T/F: The trpR protein is active by itself.

Answer 39

False! It is inactive unless it is bound by its co-repressor, tryptophan.

Question 40

What is the most common method of genetic regulation in bacteria?

Answer 40

Predominantly at the level of transcription.

Question 41

T/F: Translational control is more common than transcriptional control.

Answer 41

False! Transcriptional control is more common than translational control.

Question 42

Describe the action of a translational regulatory protein.

Answer 42

A protein can bind outside the start codon and act as a translational repressor to prevent it from being translated.

Question 43

T/F: A translational regulatory protein can only bind to one place on the mRNA.

Answer 43

False.
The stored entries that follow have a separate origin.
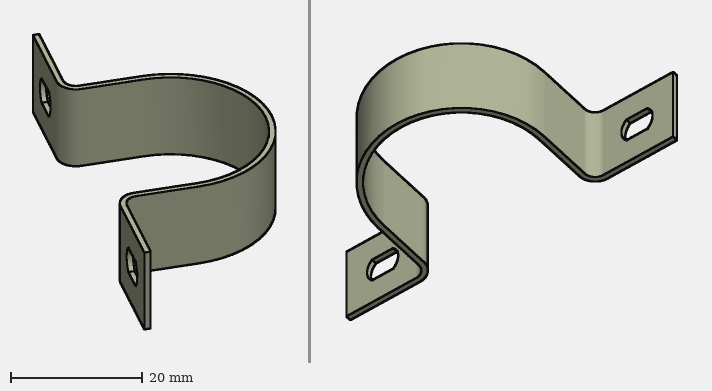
import cadquery as cq

overall_length = 63.0
overall_depth = 29.0
strip_width = 14.0
thickness = 1.0

arch_outer_radius = 16.0
bend_inner_radius = 2.0

hole_diameter = 6.0
hole_flat_height = 4.4
hole_spacing = 49.0

arch_inner_radius = arch_outer_radius - thickness
bend_outer_radius = bend_inner_radius + thickness
tab_front = arch_outer_radius - overall_depth
tab_back = tab_front + thickness
tab_end = overall_length / 2
bend_x = arch_outer_radius + bend_inner_radius
bend_y = tab_back + bend_inner_radius


def make_arch():
    """Half ring that wraps around the pipe."""
    ring = cq.Workplane("XY").circle(arch_outer_radius).circle(arch_inner_radius).extrude(strip_width)
    back_half = cq.Workplane("XY").rect(overall_length, overall_length).extrude(strip_width)
    return ring.intersect(back_half.translate((0, overall_length / 2, 0)))


def make_leg():
    """Straight wall, quarter bend and flat tab on the +X side."""
    diagonal = 0.5 ** 0.5
    outer_mid = (bend_x - bend_outer_radius * diagonal, bend_y - bend_outer_radius * diagonal)
    inner_mid = (bend_x - bend_inner_radius * diagonal, bend_y - bend_inner_radius * diagonal)
    return (
        cq.Workplane("XY")
        .moveTo(arch_inner_radius, 0)
        .lineTo(arch_inner_radius, bend_y)
        .threePointArc(outer_mid, (bend_x, tab_front))
        .lineTo(tab_end, tab_front)
        .lineTo(tab_end, tab_back)
        .lineTo(bend_x, tab_back)
        .threePointArc(inner_mid, (arch_outer_radius, bend_y))
        .lineTo(arch_outer_radius, 0)
        .close()
        .extrude(strip_width)
    )


def make_hole_cutter(x):
    """Flat-sided round cutter through the tab, along Y."""
    plane = cq.Workplane("XZ", origin=(x, tab_back, strip_width / 2))
    cylinder = plane.circle(hole_diameter / 2).extrude(thickness)
    flats = plane.rect(hole_diameter, hole_flat_height).extrude(thickness)
    return cylinder.intersect(flats)


leg = make_leg()
result = make_arch().union(leg).union(leg.mirror("YZ"))
for side in (-1, 1):
    result = result.cut(make_hole_cutter(side * hole_spacing / 2))

The protein can bind on multiple places, such as the 5' end and start codon, to prevent translation.

Question 44

What is the Antisense RNA?

Answer 44

It is another RNA that can bind to the mRNA to prevent translation by preventing the ribosome from assembling and binding to the 5' of the mRNA.

Question 45

What is an example of using Antisense RNA to inhibit translation?

Answer 45

Regulating the amount of water in a bacterial cell (osmoregulation).

Question 46

What produces the Antisense RNA?

Answer 46

The micF gene produces the antisense RNA.

Question 47

What does micF do?

Answer 47

Binds to the ompF RNA to prevent translation and reduce pores that bring water into the cell.

Question 48

What is an example of posttranslational regulation?

Answer 48

A common mechanism to regulate the activity of allosteric enzymes is feedback inhibition.

Question 49

What are allosteric enzymes?

Answer 49

Enzymes that can exist in different shapes to be either active or inactive.

Question 50

What is feedback inhibition?

Answer 50

This is when the final product will go back and inhibit the first enzyme by binding to the regulatory site.

Question 51

What are the sites in an allosteric enzyme? What enzyme in the feedback loop would this be?

Answer 51

It has a catalytic and regulatory site to be either active or inactive. Enzyme 1 is an allosteric enzyme.